Donald Trump
gets what John
McCain, Lindsey Graham, and a bevy of hidebound American elites --
Republicans and Democrats -- refuse to get. America's relationship to, and
military involvement in, Europe is long overdue for a big overhaul.
World War II ended in 1945. The Berlin
Wall fell in 1989. The Soviet Union collapsed in 1991. Yet nearly a generation
after the USSR went away, the U.S. is still, broadly, non-Russian Europe's
principal defender.
Why?
The nations of Western Europe, primarily,
affluent for decades, have benefited from American protection at American
taxpayers' expense. All this time, Western Europe's progressive leaders enjoyed
the luxury of diverting untold treasure into their social welfare systems.

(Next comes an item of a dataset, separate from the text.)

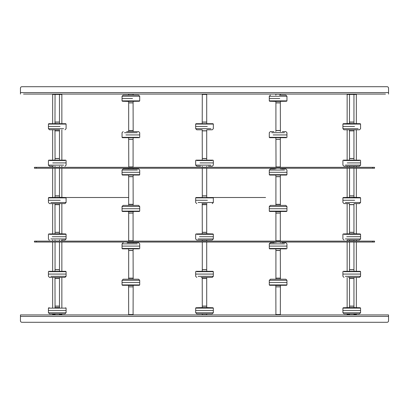 <?xml version="1.0" encoding="UTF-8"?>
<svg xmlns="http://www.w3.org/2000/svg" width="409" height="409" viewBox="0 0 409 409"><rect width="100%" height="100%" fill="white"/><g stroke="black" fill="none" stroke-linecap="round" stroke-linejoin="round"><path stroke-width="0.61" d="M388.55 316.402L20.45 316.402L20.45 320.82L20.45 314.93L388.55 314.93L388.55 320.82A1.472 1.472 0 0 1 387.078 322.292L21.922 322.292L387.078 322.292M20.45 320.82A1.472 1.472 0 0 0 21.922 322.292M385.457 94.07L23.543 94.07M26.559 94.07L28.144 94.07M31.161 94.07L32.746 94.07M35.762 94.07L37.347 94.07M40.363 94.07L41.948 94.07M44.964 94.07L46.549 94.07M49.566 94.07L51.151 94.07M63.369 94.07L64.954 94.07M67.971 94.07L69.556 94.07M72.572 94.07L74.157 94.07M77.173 94.07L78.758 94.07M81.774 94.07L83.359 94.07M86.376 94.07L87.961 94.07M90.977 94.07L92.562 94.07M95.578 94.07L97.163 94.07M100.179 94.07L101.764 94.07M104.781 94.07L106.366 94.07M109.382 94.07L110.967 94.07M113.983 94.07L115.568 94.07M118.584 94.07L120.169 94.07M123.186 94.07L124.771 94.07M127.787 94.07L129.408 94.162M132.352 94.162L133.973 94.07M136.989 94.07L138.574 94.07M141.591 94.07L143.176 94.07M146.192 94.07L147.777 94.07M150.793 94.07L152.378 94.07M155.394 94.07L156.979 94.07M159.996 94.07L161.581 94.07M164.597 94.07L166.182 94.07M169.198 94.07L170.783 94.07M173.799 94.07L175.384 94.07M178.401 94.07L179.986 94.07M183.002 94.07L184.587 94.07M187.603 94.07L189.188 94.07M192.204 94.07L193.789 94.07M196.806 94.07L198.391 94.07M201.407 94.07L202.992 94.07M206.008 94.07L207.593 94.07M210.609 94.07L212.194 94.07M215.211 94.07L216.796 94.07M219.812 94.07L221.397 94.07M224.413 94.07L225.998 94.07M229.014 94.07L230.599 94.07M233.616 94.07L235.201 94.07M238.217 94.07L239.802 94.07M242.818 94.07L244.403 94.07M247.419 94.07L249.004 94.07M252.021 94.07L253.606 94.07M256.622 94.07L258.207 94.07M261.223 94.07L262.808 94.07M265.824 94.07L267.409 94.07M270.426 94.07L272.011 94.07M275.027 94.07L281.213 94.07M284.229 94.07L285.814 94.07M288.831 94.07L290.416 94.07M293.432 94.07L295.017 94.07M298.033 94.07L299.618 94.07M302.634 94.07L304.219 94.07M307.236 94.07L308.821 94.07M311.837 94.07L313.422 94.07M316.438 94.07L318.023 94.07M321.039 94.07L322.624 94.07M325.641 94.07L327.226 94.07M330.242 94.07L331.827 94.07M334.843 94.07L336.428 94.07M339.444 94.07L341.029 94.07M344.046 94.07L345.631 94.07M357.849 94.07L359.434 94.07M362.451 94.07L364.036 94.07M367.052 94.07L368.637 94.07M371.653 94.07L373.238 94.07M376.254 94.07L377.839 94.07M380.856 94.07L382.441 94.07M20.45 94.07L20.45 92.598L388.55 92.598L388.55 88.18L388.55 94.07M387.078 86.708L21.922 86.708L387.078 86.708A1.472 1.472 0 0 1 388.55 88.18M20.45 92.598L20.45 88.18A1.472 1.472 0 0 1 21.922 86.708M355.973 314.93L356.341 314.562L354.02 314.562M347.507 314.93L347.139 314.562L349.46 314.562M348.647 94.07L350.232 94.07M353.248 94.07L354.833 94.07M347.507 94.07L347.139 94.438L347.139 123.702M355.973 94.07L356.341 94.438L347.139 94.438M347.139 129.801L347.139 160.144M347.139 166.243L347.139 167.322M347.139 168.242L347.139 197.506L343.263 197.506L347.139 197.506M347.139 203.605L347.139 233.948M347.139 240.047L347.139 241.126M347.139 242.046L347.139 271.31M347.139 277.409L347.139 307.752M347.139 313.851L347.139 314.562M356.341 94.438L356.341 123.702M356.341 129.801L356.341 160.144M356.341 166.243L356.341 167.322M356.341 168.242L356.341 197.506M356.341 203.605L356.341 233.948M356.341 240.047L356.341 241.126M356.341 242.046L356.341 271.31M356.341 277.409L356.341 307.752M356.341 313.851L356.341 314.562M61.493 314.93L61.861 314.562L59.54 314.562M53.027 314.93L52.659 314.562L54.98 314.562M54.167 94.07L55.752 94.07M58.768 94.07L60.353 94.07M53.027 94.07L52.659 94.438L52.659 123.702M61.493 94.07L61.861 94.438L52.659 94.438M52.659 129.801L52.659 160.144M52.659 166.243L52.659 167.322M52.659 168.242L52.659 197.506L48.783 197.506L52.659 197.506M52.659 203.605L52.659 233.948M52.659 240.047L52.659 241.126M52.659 242.046L52.659 271.31M52.659 277.409L52.659 307.752M52.659 313.851L52.659 314.562M61.861 94.438L61.861 123.702M61.861 129.801L61.861 160.144M61.861 166.243L61.861 167.322M61.861 168.242L61.861 197.506L128.671 197.506L61.861 197.506M61.861 203.605L61.861 233.948M61.861 240.047L61.861 241.126M61.861 242.046L61.861 271.31M61.861 277.409L61.861 307.752M61.861 313.851L61.861 314.562M349.531 278.488L353.949 278.488L353.949 306.096L349.531 306.096L349.46 278.396L353.212 278.396M349.531 204.684L353.949 204.684L353.949 232.292L349.531 232.292L349.46 204.592L353.212 204.592M353.949 242.046L353.949 269.654L349.531 269.654L349.531 242.046M353.949 168.242L353.949 195.85L349.531 195.85L349.531 168.242M349.531 130.88L353.949 130.88L353.949 158.487L349.531 158.487L349.46 130.788L353.212 130.788M353.514 94.438L353.949 94.438L353.949 122.046L349.531 122.046L352.43 122.046M353.212 122.138L349.46 122.138L349.531 94.438L349.966 94.438M349.68 306.096L353.468 306.096M353.887 306.188L349.593 306.188M353.887 307.568L349.593 307.568M343.422 312.747L360.574 312.747L360.574 310.513L342.906 310.513L360.574 310.513L360.574 308.12L343.422 308.12M349.593 314.838L353.887 314.838M344.465 313.851L359.286 313.851M350.789 269.654L353.412 269.654M353.212 269.746L350.268 269.746M353.857 271.31L349.623 271.31M345.329 276.305L360.574 276.305L360.574 274.071L342.906 274.071L360.574 274.071L360.574 271.678L343.938 271.678M350.268 278.396L349.46 278.396L349.46 277.409M348.391 277.409L359.286 277.409M353.468 278.488L350.789 278.488M353.212 232.384L350.268 232.384M359.542 234.316L360.574 234.316L360.222 233.948L354.02 233.764L343.258 233.948L360.217 233.948L346.939 233.948M346.735 236.709L360.574 236.709L346.735 236.709M356.745 236.709L360.574 236.709L356.745 236.709M350.498 232.292L353.698 232.292M350.268 241.034L353.212 241.034M359.286 240.047L347.466 240.047M353.212 195.942L350.268 195.942M359.542 197.874L360.574 197.874L360.222 197.506L354.02 197.322L343.263 197.506L360.222 197.506L343.289 197.511M354.639 200.267L342.906 200.267L354.639 200.267M352.461 195.85L353.085 195.85M353.698 204.684L352.461 204.684M359.286 203.605L354.214 203.605M349.266 203.605L344.194 203.605M348.841 200.267L342.906 200.267L342.906 197.874L343.258 197.506M350.268 204.592L349.46 204.592L349.46 203.605M353.212 158.58L350.268 158.58M353.857 160.144L349.623 160.144M347.236 162.905L360.574 162.905L347.236 162.905M350.625 158.487L352.584 158.487M350.268 167.23L353.212 167.23M359.286 166.243L344.194 166.243M359.542 124.07L360.574 124.07L360.222 123.702L349.46 123.518L349.46 122.138L350.268 122.138M349.46 123.518L343.263 123.702L354.414 123.707M354.516 126.463L342.906 126.463L354.516 126.463M359.286 129.801L344.01 129.801L359.286 129.801M349.368 129.801L344.194 129.801M350.268 130.788L349.46 130.788L349.46 129.801M280.329 130.512L275.911 130.512L275.911 102.904L280.329 102.904L280.4 130.604L276.648 130.604M275.973 204.316L279.991 204.316L275.911 204.316L275.911 176.708L280.329 176.708L280.4 204.408L275.881 204.408M279.991 204.316L280.329 204.316M276.034 166.954L275.911 139.346L280.329 139.346L280.329 166.954M275.911 166.954L280.206 166.954M280.313 213.15L280.329 240.758L275.911 240.758L275.911 213.15L280.359 213.058M280.329 278.12L275.911 278.12L275.911 250.512L280.329 250.512L280.4 278.212L275.886 278.212M276.213 314.562L280.027 314.562M276.648 102.812L279.592 102.812M270.318 100.88L269.286 100.88L269.638 101.248L275.84 101.432L286.571 101.243M279.741 98.487L269.286 98.487L279.741 98.487M276.612 94.07L275.84 94.162L276.648 94.162M279.592 94.162L275.84 94.162L275.84 95.149M279.505 95.149L285.666 95.149M280.4 95.149L280.4 94.162L279.628 94.07M276.648 139.254L279.592 139.254M276.003 137.69L280.237 137.69M273.176 134.929L286.954 134.929L273.176 134.929M270.574 131.591L273.897 131.591M282.343 131.591L285.666 131.591M279.592 130.604L280.4 130.604L280.4 131.591M276.648 176.616L279.592 176.616M276.003 175.052L280.237 175.052M284.531 170.057L269.286 170.057L269.286 172.291L286.954 172.291L269.286 172.291L269.286 174.684L286.954 174.684L286.602 175.052L274.49 175.047M279.991 176.708L277.184 176.708M270.574 168.953L274.904 168.953M281.336 168.953L285.666 168.953M275.881 213.058L280.4 213.058L280.359 211.678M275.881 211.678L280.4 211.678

Cradle to grave, they call it. Americans provide a disproportionate share of
NATO's hardware and soldiers, while the French, for instance, practically give
workers every August at the beach. Lose your job? No worries. In Denmark, you
can live off the public teat for up to 104 weeks at 90% your previous
salary.
The USSR had global ambitions. It was
meddlesome and scheming, aiding
and abetting bad players across the planet. Russia was then infected
with communism, which dovetailed smartly with the historic Russian desire to
expand its empire. Communist Russia posed multiple threats to the U.S.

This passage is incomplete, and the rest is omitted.